BEGIN Records to use

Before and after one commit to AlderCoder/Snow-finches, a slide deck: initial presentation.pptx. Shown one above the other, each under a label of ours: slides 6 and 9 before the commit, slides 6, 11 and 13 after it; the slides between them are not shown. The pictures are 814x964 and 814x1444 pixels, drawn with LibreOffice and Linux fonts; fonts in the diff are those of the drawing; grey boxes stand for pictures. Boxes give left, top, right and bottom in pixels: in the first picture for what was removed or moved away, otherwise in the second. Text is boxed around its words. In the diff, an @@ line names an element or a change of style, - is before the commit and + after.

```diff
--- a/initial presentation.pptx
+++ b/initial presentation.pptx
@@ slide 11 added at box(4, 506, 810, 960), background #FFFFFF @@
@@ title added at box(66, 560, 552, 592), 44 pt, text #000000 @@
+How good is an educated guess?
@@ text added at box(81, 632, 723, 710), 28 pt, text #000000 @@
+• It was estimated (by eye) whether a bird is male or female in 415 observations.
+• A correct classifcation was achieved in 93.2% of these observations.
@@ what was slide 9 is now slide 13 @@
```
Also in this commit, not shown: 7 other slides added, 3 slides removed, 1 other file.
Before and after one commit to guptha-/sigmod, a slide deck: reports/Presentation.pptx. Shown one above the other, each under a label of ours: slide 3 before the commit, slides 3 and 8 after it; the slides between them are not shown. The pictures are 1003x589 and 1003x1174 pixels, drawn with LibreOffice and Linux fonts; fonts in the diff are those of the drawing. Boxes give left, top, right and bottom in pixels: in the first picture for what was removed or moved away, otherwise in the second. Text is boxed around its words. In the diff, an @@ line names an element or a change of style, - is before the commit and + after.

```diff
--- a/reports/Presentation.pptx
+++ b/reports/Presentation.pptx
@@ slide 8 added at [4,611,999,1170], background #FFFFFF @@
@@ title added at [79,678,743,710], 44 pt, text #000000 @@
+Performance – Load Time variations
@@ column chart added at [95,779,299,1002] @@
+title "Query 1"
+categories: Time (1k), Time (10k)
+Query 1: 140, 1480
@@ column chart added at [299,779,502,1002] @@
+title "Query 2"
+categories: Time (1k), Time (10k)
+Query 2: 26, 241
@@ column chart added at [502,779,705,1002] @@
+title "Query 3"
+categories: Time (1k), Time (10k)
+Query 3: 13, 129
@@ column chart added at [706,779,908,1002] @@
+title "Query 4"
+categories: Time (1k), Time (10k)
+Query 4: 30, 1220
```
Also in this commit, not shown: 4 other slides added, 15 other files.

END Records to use

### The problem:
Would you return every line of the data above exactly?

### Exercise result:
Before and after one commit to AlderCoder/Snow-finches, a slide deck: initial presentation.pptx. Shown one above the other, each under a label of ours: slides 6 and 9 before the commit, slides 6, 11 and 13 after it; the slides between them are not shown. The pictures are 814x964 and 814x1444 pixels, drawn with LibreOffice and Linux fonts; fonts in the diff are those of the drawing; grey boxes stand for pictures. Boxes give left, top, right and bottom in pixels: in the first picture for what was removed or moved away, otherwise in the second. Text is boxed around its words. In the diff, an @@ line names an element or a change of style, - is before the commit and + after.

```diff
--- a/initial presentation.pptx
+++ b/initial presentation.pptx
@@ slide 11 added at box(4, 506, 810, 960), background #FFFFFF @@
@@ title added at box(66, 560, 552, 592), 44 pt, text #000000 @@
+How good is an educated guess?
@@ text added at box(81, 632, 723, 710), 28 pt, text #000000 @@
+• It was estimated (by eye) whether a bird is male or female in 415 observations.
+• A correct classifcation was achieved in 93.2% of these observations.
@@ what was slide 9 is now slide 13 @@
```
Also in this commit, not shown: 7 other slides added, 3 slides removed, 1 other file.
Before and after one commit to guptha-/sigmod, a slide deck: reports/Presentation.pptx. Shown one above the other, each under a label of ours: slide 3 before the commit, slides 3 and 8 after it; the slides between them are not shown. The pictures are 1003x589 and 1003x1174 pixels, drawn with LibreOffice and Linux fonts; fonts in the diff are those of the drawing. Boxes give left, top, right and bottom in pixels: in the first picture for what was removed or moved away, otherwise in the second. Text is boxed around its words. In the diff, an @@ line names an element or a change of style, - is before the commit and + after.

```diff
--- a/reports/Presentation.pptx
+++ b/reports/Presentation.pptx
@@ slide 8 added at [4,611,999,1170], background #FFFFFF @@
@@ title added at [79,678,743,710], 44 pt, text #000000 @@
+Performance – Load Time variations
@@ column chart added at [95,779,299,1002] @@
+title "Query 1"
+categories: Time (1k), Time (10k)
+Query 1: 140, 1480
@@ column chart added at [299,779,502,1002] @@
+title "Query 2"
+categories: Time (1k), Time (10k)
+Query 2: 26, 241
@@ column chart added at [502,779,705,1002] @@
+title "Query 3"
+categories: Time (1k), Time (10k)
+Query 3: 13, 129
@@ column chart added at [706,779,908,1002] @@
+title "Query 4"
+categories: Time (1k), Time (10k)
+Query 4: 30, 1220
```
Also in this commit, not shown: 4 other slides added, 15 other files.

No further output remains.